Soil Morphology-Peoria Loess Grain Size Relationships, Southeastern Minnesota

  1. J. A. Mason  and
  2. E. A. Nater
  1. Dep. of Geography, Univ. of Wisconsin, 550 N. Park St., Madison, WI 53705
    Dep. of Soil Science, Univ. of Minnesota, 1991 Upper Buford Circle, St. Paul, MN 55108-6028

Abstract

Abstract

Soil profiles formed in Peorial Loess in southeastern Minnesota allow further examination of the widely observed morphological variation of loess-derived soils with distance from the loess source. In these profiles, morphological variables representing depth of clay accumulation and solum thickness decrease with increasing ratios of coarse silt to total silt in the loessial parent material (R2 = 0.574–0.772).

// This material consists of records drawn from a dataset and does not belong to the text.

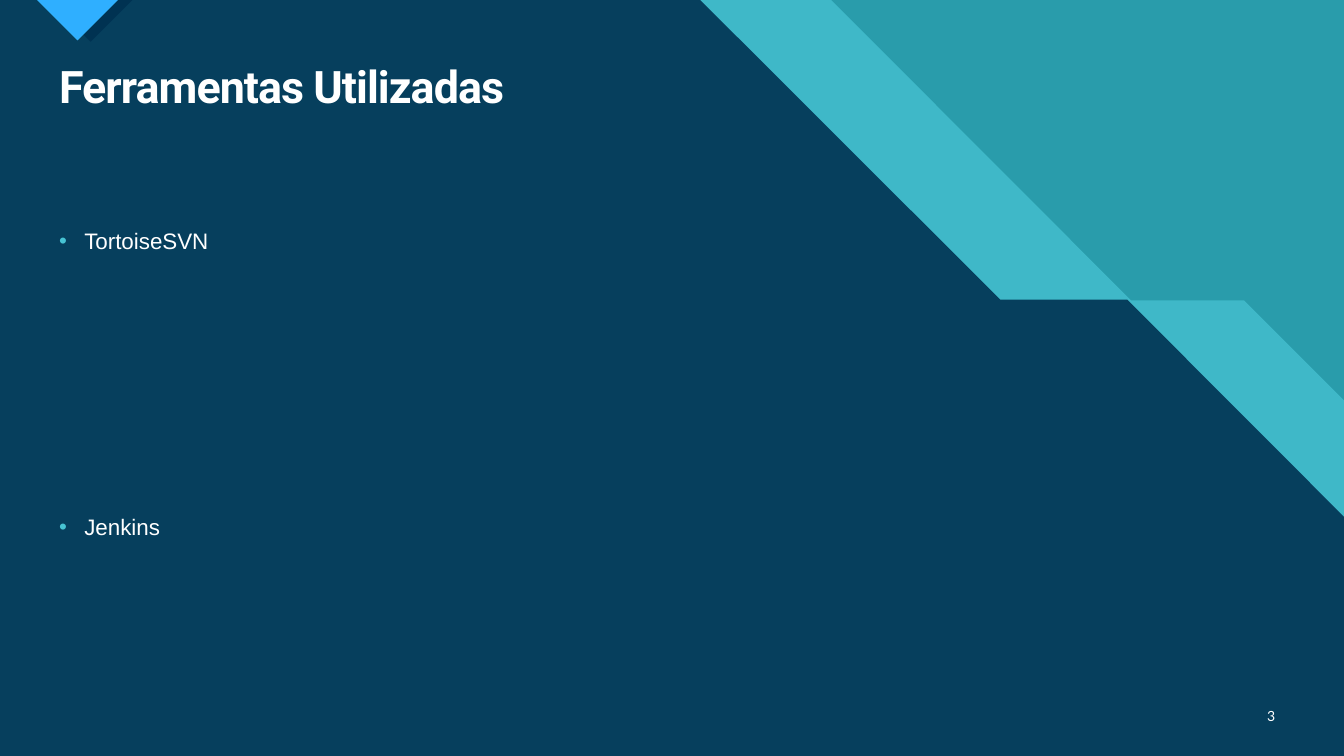
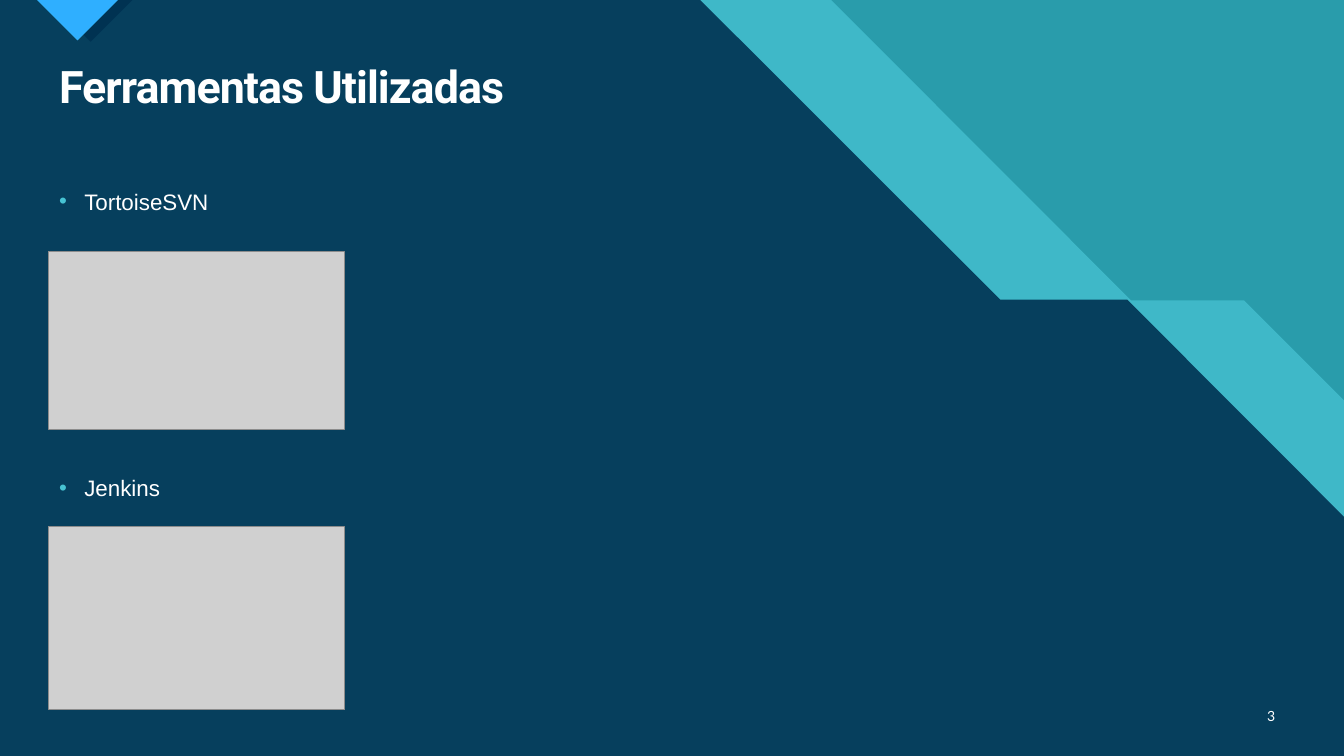
Before and after one commit to pedrocarrega/tese_mestrado_21-22, a slide deck: slide 3 of relatorio_preliminar/presentation.pptx. Drawn at 1344x756 pixels with LibreOffice and Linux fonts; fonts in the diff are those of the drawing; grey boxes stand for pictures. Boxes give left, top, right and bottom in pixels: in the first picture for what was removed or moved away, otherwise in the second. Text is boxed around its words. In the diff, an @@ line names an element or a change of style, - is before the commit and + after.

```diff
--- a/relatorio_preliminar/presentation.pptx
+++ b/relatorio_preliminar/presentation.pptx
@@ text "TortoiseSVN": place and size @@
-text "TortoiseSVN" at <box>84,232,208,536</box>
+text "TortoiseSVN" at <box>84,193,208,497</box>
@@ picture added at <box>48,252,345,430</box> @@
@@ picture added at <box>48,527,345,711</box> @@
```
Also in this commit, not shown: 4 other slides changed, 2 slides added, 1 slide removed.

Variables representing depth of clay accumulation also decrease with increasing parent material carbonate content (R2 = 0.297–0.585), but the relationship is weaker. Clay accumulation depth increases with increasing parent material clay content, but the relationship is very weak (R2 = 0.044–0.102). The observed relationship between grain size and clay accumulation is consistent across a wide range of organic matter accumulation, although Typic and Mollic Hapludalfs tend to have shallower clay maxima than darker colored Mollisols. In this study area, unlike other regions of the midwestern USA, stronger soil development in the finer loess cannot be attributed to a shallow, perched water table. We hypothesize that abrupt downward increases in grain size at coarse loess sites inhibit downward moisture flux and, over the long term, limit both the depth of soil development and the amount of weathering and clay accumulation.

This work is published as Scientific Journal Series Paper no. 20948, Minnesota Agric. Exp. Stn., Univ. of Minnesota, St. Paul.